Там, в сиреневой безрукавке, с очень темным лицом и белыми, как у женщины, руками, ходит старый механик и прислушивается к гулам. Его большие, выпуклые, грустные глаза смотрят куда-то мимо приборов. Кажется, что вся его работа в том и состоит, что он ничего не делает и никуда не смотрит.

После вахты старый механик принимает душ и садится за маленький столик в своей пустой, неуютной каюте с единственным украшением: над столиком висит фотография пятнистой кошки, спящей на крыльце. Говорят — это все, что осталось после войны от его семьи и дома. Снимок будто бы сделан младшим сыном, которому старик в день рождения подарил фотоаппарат.

Устало поглядывая на фотографию, механик очень долго подсчитывает минуты, секунды, граммы, тонны, и нет ни ему, ни капитану, ни масленщикам, ни проводницам, ни матросам, ни боцману вместе с штурманами ни одного часа покоя, покуда Волга идет…

…В открытое окно слышно, как сыплется на парусиновый тент мелкий, настырный дождь, как бьет о борт волна.

Временами ни с того ни с сего начинает тарахтеть оконная рама, звякнет ложка в стакане, потом сверчком под койкой запиликает плинтус, потом звуки эти разом исчезнут, и каюта примется уютно поскрипывать, словно качаемая сонной рукой люлька. Это капитан, сокращая путь, пошел воложкой, и большому судну мало воды. Винты выгребают ее всю, за кормой бурун, похожий на водопад. От буруна расходятся и катят к берегам две такие волны, как будто теплоход двумя гигантскими канатами тащит за собой всю воложку.

А бывают еще более странные вещи: вдруг среди ночи над самым ухом зарокочет телега. Выглянешь — на палубе горят стояночные огни. Перед окном торчит спасательный круг с пятизначным номером какой-нибудь пристанёшки. За пристанёшкой по черному склону горы катится рокот колес. Телега то появится в желтом пятне света под фонарем, то сгинет — только и успеваешь заметить белую косынку у женщины на голове да пса позади телеги.

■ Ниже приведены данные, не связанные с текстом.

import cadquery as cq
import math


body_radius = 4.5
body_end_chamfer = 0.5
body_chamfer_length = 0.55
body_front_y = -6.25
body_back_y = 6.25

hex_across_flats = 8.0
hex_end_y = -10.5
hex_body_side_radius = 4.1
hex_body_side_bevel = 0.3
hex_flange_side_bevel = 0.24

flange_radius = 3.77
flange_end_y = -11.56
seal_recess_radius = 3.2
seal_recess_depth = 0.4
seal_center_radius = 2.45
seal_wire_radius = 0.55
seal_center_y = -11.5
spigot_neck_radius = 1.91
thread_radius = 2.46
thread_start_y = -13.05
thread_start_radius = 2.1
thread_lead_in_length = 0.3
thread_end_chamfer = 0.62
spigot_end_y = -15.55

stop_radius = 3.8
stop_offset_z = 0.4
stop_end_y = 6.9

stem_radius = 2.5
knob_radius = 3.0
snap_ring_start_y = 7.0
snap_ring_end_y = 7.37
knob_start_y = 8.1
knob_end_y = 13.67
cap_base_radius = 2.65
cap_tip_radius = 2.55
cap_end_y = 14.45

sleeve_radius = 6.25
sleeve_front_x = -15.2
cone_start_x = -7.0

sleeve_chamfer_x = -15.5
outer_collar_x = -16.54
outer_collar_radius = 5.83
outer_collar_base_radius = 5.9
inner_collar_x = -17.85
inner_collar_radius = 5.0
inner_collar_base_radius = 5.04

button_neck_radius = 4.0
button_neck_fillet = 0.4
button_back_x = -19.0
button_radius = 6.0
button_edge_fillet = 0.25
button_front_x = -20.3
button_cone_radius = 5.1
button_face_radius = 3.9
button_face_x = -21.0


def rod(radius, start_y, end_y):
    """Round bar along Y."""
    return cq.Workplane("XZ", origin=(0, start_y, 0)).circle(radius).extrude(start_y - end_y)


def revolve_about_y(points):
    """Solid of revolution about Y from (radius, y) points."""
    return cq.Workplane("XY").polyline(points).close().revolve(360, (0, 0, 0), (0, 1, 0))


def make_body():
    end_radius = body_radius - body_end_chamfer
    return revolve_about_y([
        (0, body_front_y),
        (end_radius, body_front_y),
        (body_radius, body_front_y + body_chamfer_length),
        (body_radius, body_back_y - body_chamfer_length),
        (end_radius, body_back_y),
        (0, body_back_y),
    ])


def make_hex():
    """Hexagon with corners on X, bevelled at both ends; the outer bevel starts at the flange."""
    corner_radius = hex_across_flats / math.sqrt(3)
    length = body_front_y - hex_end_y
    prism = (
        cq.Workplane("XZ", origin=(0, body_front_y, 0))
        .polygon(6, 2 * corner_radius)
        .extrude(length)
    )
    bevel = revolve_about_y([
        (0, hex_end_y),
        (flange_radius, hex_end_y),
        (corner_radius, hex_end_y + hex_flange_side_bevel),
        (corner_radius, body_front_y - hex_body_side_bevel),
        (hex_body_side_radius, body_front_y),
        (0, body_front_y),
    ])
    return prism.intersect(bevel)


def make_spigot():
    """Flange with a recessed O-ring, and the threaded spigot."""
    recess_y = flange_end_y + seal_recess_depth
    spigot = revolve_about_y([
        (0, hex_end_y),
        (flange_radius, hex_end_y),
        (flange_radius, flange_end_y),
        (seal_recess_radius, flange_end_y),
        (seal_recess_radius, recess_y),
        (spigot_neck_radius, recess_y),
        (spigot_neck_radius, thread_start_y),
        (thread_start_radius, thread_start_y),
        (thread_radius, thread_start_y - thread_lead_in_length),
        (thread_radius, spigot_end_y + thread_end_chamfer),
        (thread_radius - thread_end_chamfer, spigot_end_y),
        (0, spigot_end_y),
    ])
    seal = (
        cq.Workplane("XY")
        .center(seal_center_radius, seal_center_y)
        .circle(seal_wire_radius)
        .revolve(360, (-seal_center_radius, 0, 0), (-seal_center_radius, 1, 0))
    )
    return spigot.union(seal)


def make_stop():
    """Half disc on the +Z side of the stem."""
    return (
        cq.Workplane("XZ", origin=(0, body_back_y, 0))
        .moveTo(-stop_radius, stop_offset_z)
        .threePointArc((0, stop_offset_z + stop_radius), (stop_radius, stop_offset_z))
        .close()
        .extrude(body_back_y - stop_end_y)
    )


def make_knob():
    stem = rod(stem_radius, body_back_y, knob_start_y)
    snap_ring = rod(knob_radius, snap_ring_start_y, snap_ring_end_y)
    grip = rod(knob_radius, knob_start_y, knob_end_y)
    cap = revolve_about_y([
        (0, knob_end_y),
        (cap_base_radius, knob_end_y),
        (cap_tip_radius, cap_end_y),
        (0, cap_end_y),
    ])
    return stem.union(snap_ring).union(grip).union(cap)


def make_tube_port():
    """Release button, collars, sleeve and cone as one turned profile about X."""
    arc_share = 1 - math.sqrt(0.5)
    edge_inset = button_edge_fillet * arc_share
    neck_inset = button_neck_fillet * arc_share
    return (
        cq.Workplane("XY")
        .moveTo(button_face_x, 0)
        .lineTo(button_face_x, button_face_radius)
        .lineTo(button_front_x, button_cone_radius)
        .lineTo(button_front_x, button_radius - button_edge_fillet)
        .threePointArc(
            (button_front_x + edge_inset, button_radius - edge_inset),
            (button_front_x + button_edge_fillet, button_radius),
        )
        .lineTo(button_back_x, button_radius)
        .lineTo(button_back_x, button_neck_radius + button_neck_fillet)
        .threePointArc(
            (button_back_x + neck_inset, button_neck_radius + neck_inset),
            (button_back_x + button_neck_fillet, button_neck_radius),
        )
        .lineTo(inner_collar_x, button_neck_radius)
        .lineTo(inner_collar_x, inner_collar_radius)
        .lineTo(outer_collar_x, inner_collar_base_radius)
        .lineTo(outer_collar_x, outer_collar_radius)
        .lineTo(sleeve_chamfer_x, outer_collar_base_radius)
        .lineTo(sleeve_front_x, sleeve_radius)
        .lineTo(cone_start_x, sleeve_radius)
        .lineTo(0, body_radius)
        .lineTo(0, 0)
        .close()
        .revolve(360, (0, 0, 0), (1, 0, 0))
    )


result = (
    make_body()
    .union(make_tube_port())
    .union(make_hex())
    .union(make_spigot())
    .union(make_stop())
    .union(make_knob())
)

Когда раздастся последний свисток, телега остановится под очередным фонарем. Женщина в белой косынке обернется к реке темным пятном лица. Пес тоже обернется, поджав хвост, и будет глядеть на уходящий теплоход.

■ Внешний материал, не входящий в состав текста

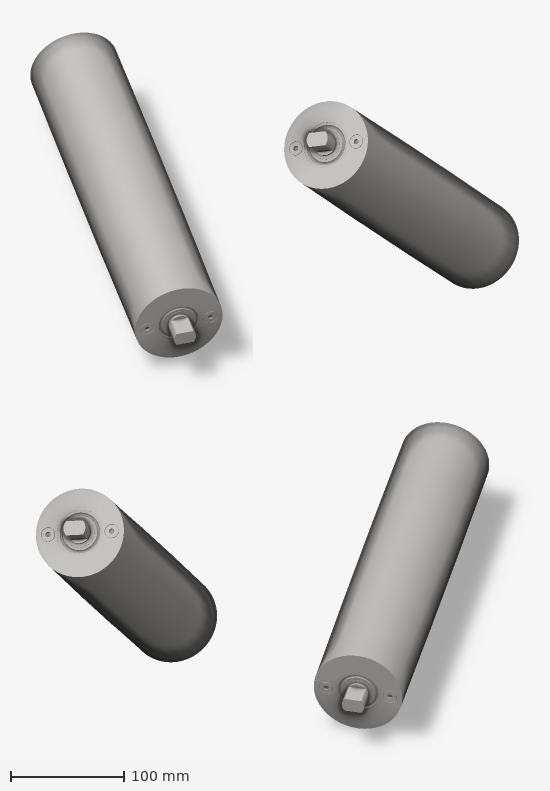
import cadquery as cq

axle_length = 391
axle_diameter = 20.0
flat_thickness = 13.0
axle_shoulder = 2.5

roller_length = 350.0
crown_diameter = 81.5
end_diameter = 80.0
middle_length = roller_length / 3
end_band = 2.7

seal_outer_diameter = 42.0
seal_inner_diameter = 26.2
seal_recess = 0.5
seal_groove_width = 2.7

screw_spacing = 58.0
screw_hole_diameter = 13.0
screw_head_diameter = 12.0
screw_gap_depth = 1.0
socket_diameter = 4.5
socket_depth = 2.5

half_roller = roller_length / 2


def make_roller():
    end_radius = end_diameter / 2
    crown_radius = crown_diameter / 2
    profile = (
        cq.Workplane("XY")
        .moveTo(-half_roller, 0)
        .lineTo(-half_roller, end_radius)
        .lineTo(-half_roller + end_band, end_radius)
        .lineTo(-middle_length / 2, crown_radius)
        .lineTo(middle_length / 2, crown_radius)
        .lineTo(half_roller - end_band, end_radius)
        .lineTo(half_roller, end_radius)
        .lineTo(half_roller, 0)
        .close()
    )
    return profile.revolve(360, (0, 0, 0), (1, 0, 0))


def make_axle():
    """Round bar with two parallel flats, facing +Z and -Z, on each protruding end."""
    axle = cq.Workplane("YZ").circle(axle_diameter / 2).extrude(axle_length / 2, both=True)
    round_length = roller_length + 2 * axle_shoulder
    flatted_envelope = cq.Workplane("XY").box(axle_length, axle_diameter, flat_thickness)
    round_envelope = cq.Workplane("XY").box(round_length, axle_diameter, axle_diameter)
    return axle.intersect(flatted_envelope.union(round_envelope))


def on_end_face():
    return cq.Workplane("YZ", origin=(half_roller, 0, 0))


def make_seal_cut():
    """Recess of the +X seal together with its half-round groove."""
    recess = (
        on_end_face()
        .circle(seal_outer_diameter / 2)
        .circle(seal_inner_diameter / 2)
        .extrude(-seal_recess)
    )
    groove_radius = (seal_outer_diameter + seal_inner_diameter) / 4
    groove = (
        cq.Workplane("XY")
        .center(half_roller - seal_recess, groove_radius)
        .circle(seal_groove_width / 2)
        .revolve(360, (0, -groove_radius, 0), (1, -groove_radius, 0))
    )
    return recess.union(groove)


def make_screw_cuts():
    """Gap around each +X screw head and the socket in its centre."""
    centres = [(-screw_spacing / 2, 0), (screw_spacing / 2, 0)]
    holes = on_end_face().pushPoints(centres).circle(screw_hole_diameter / 2).extrude(-screw_gap_depth)
    heads = on_end_face().pushPoints(centres).circle(screw_head_diameter / 2).extrude(-screw_gap_depth)
    sockets = on_end_face().pushPoints(centres).circle(socket_diameter / 2).extrude(-socket_depth)
    return holes.cut(heads).union(sockets)


end_cuts = make_seal_cut().union(make_screw_cuts())
roller = make_roller().cut(end_cuts).cut(end_cuts.mirror("YZ"))
result = roller.union(make_axle())

Когда палуба немного отодвинется от пристани, под ее карнизом обнаружится метровыми буквами выведенное название, какое-нибудь Фокино или Разнежье.

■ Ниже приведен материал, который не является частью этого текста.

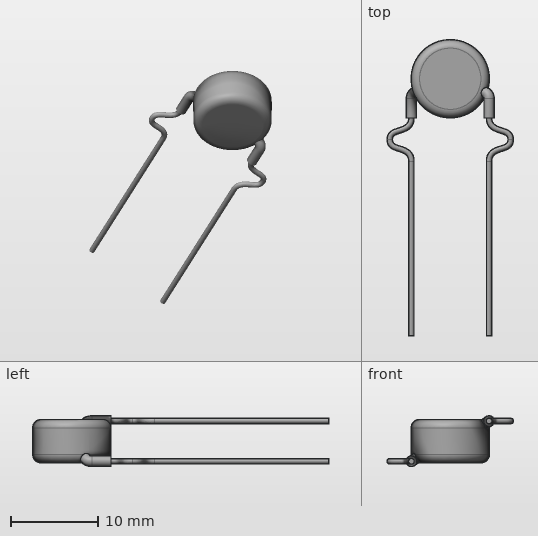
import cadquery as cq
import math

disc_diameter = 9.0
disc_height = 5.0
disc_edge_radius = 1.0

overall_length = 34.0
lead_diameter = 0.65
lead_x = 4.45
lead_z = 2.3
kink_offset = 2.48
kink_half_length = 2.48
flank_rise = 1.1

sleeve_diameter = 1.22
sleeve_length = 2.2
sleeve_bend_radius = 0.75
sleeve_bend_slope = 35.0
sleeve_root_length = 0.68

sleeve_end_y = -disc_diameter / 2
sleeve_top_y = sleeve_end_y + sleeve_length
kink_peak_y = sleeve_end_y - kink_half_length
kink_end_y = kink_peak_y - kink_half_length
lead_tip_y = disc_diameter / 2 - overall_length
kink_peak_x = lead_x + kink_offset

turns_about_y = (0, 180)


def turned(shape, angle):
    return shape.rotate((0, 0, 0), (0, 1, 0), angle)


def make_disc():
    disc = cq.Workplane("XY").cylinder(disc_height, disc_diameter / 2)
    return disc.edges().fillet(disc_edge_radius)


def make_sleeve():
    """Straight sleeve whose top bends inward, sloping toward mid-height, into the disc."""
    slope = math.radians(sleeve_bend_slope)
    inward = cq.Vector(-math.cos(slope), 0, -math.sin(slope))
    along = cq.Vector(0, 1, 0)
    start = cq.Vector(lead_x, sleeve_end_y, lead_z)
    bend_start = cq.Vector(lead_x, sleeve_top_y, lead_z)
    bend_centre = bend_start + inward * sleeve_bend_radius
    bend_middle = bend_centre + (along - inward).normalized() * sleeve_bend_radius
    bend_end = bend_centre + along * sleeve_bend_radius
    root = bend_end + inward * sleeve_root_length
    path = cq.Workplane("XY").add(cq.Wire.assembleEdges([
        cq.Edge.makeLine(start, bend_start),
        cq.Edge.makeThreePointArc(bend_start, bend_middle, bend_end),
        cq.Edge.makeLine(bend_end, root),
    ]))
    profile = cq.Workplane("XZ", origin=start.toTuple()).circle(sleeve_diameter / 2)
    return profile.sweep(path)


def make_lead():
    """Round wire starting inside the sleeve, with one outward kink below it."""
    downward = (0, -1)
    flank_x = lead_x + kink_offset / 2
    path = (
        cq.Workplane("XY", origin=(0, 0, lead_z))
        .moveTo(lead_x, sleeve_top_y)
        .lineTo(lead_x, sleeve_end_y)
        .spline(
            [(flank_x, kink_peak_y + flank_rise), (kink_peak_x, kink_peak_y)],
            tangents=[downward, downward],
            includeCurrent=True,
        )
        .spline(
            [(flank_x, kink_peak_y - flank_rise), (lead_x, kink_end_y)],
            tangents=[downward, downward],
            includeCurrent=True,
        )
        .lineTo(lead_x, lead_tip_y)
    )
    profile = cq.Workplane("XZ", origin=(lead_x, sleeve_top_y, lead_z)).circle(lead_diameter / 2)
    return profile.sweep(path)


def make_lead_hole():
    """Blind hole that takes the straight upper end of a lead."""
    hole = cq.Workplane("XZ", origin=(lead_x, sleeve_top_y, lead_z))
    return hole.circle(lead_diameter / 2).extrude(sleeve_length)


coating = make_disc()
for angle in turns_about_y:
    coating = coating.union(turned(make_sleeve(), angle))
for angle in turns_about_y:
    coating = coating.cut(turned(make_lead_hole(), angle))

leads = []
for angle in turns_about_y:
    leads.append(turned(make_lead(), angle).val())

result = cq.Compound.makeCompound([coating.val(), *leads])

Рядом с пристанью, на скупо освещенном бугорке, отчаянно мотается тонкое деревце, а на реке ветра нет, только дождь, только плеск воды — тихий и ровный, как дыхание. И снова до берега не дотянешься глазом.

Долгая, трудная тянется ночь.

Сквозь пол каюты слышно: кашляет кто-то или вдруг пронзительно и чисто заголосит ребенок. Как ни ругается боцман, все равно не спускаются в трюм пассажиры четвертого класса. Сидят, лежат в проходах нижней палубы, среди чугунных чурок, мешков, бочек. Боится проспать свою пристань человек, да и неохота ему тащить тяжелые вещи вниз, а потом снизу наверх — не надо ему ни нар, ни тюфяка — оставь его только в покое, боцман!

Так и идет теплоход по доброй, большущей, бессонной реке — по самой длинной и самой широкой дороге России.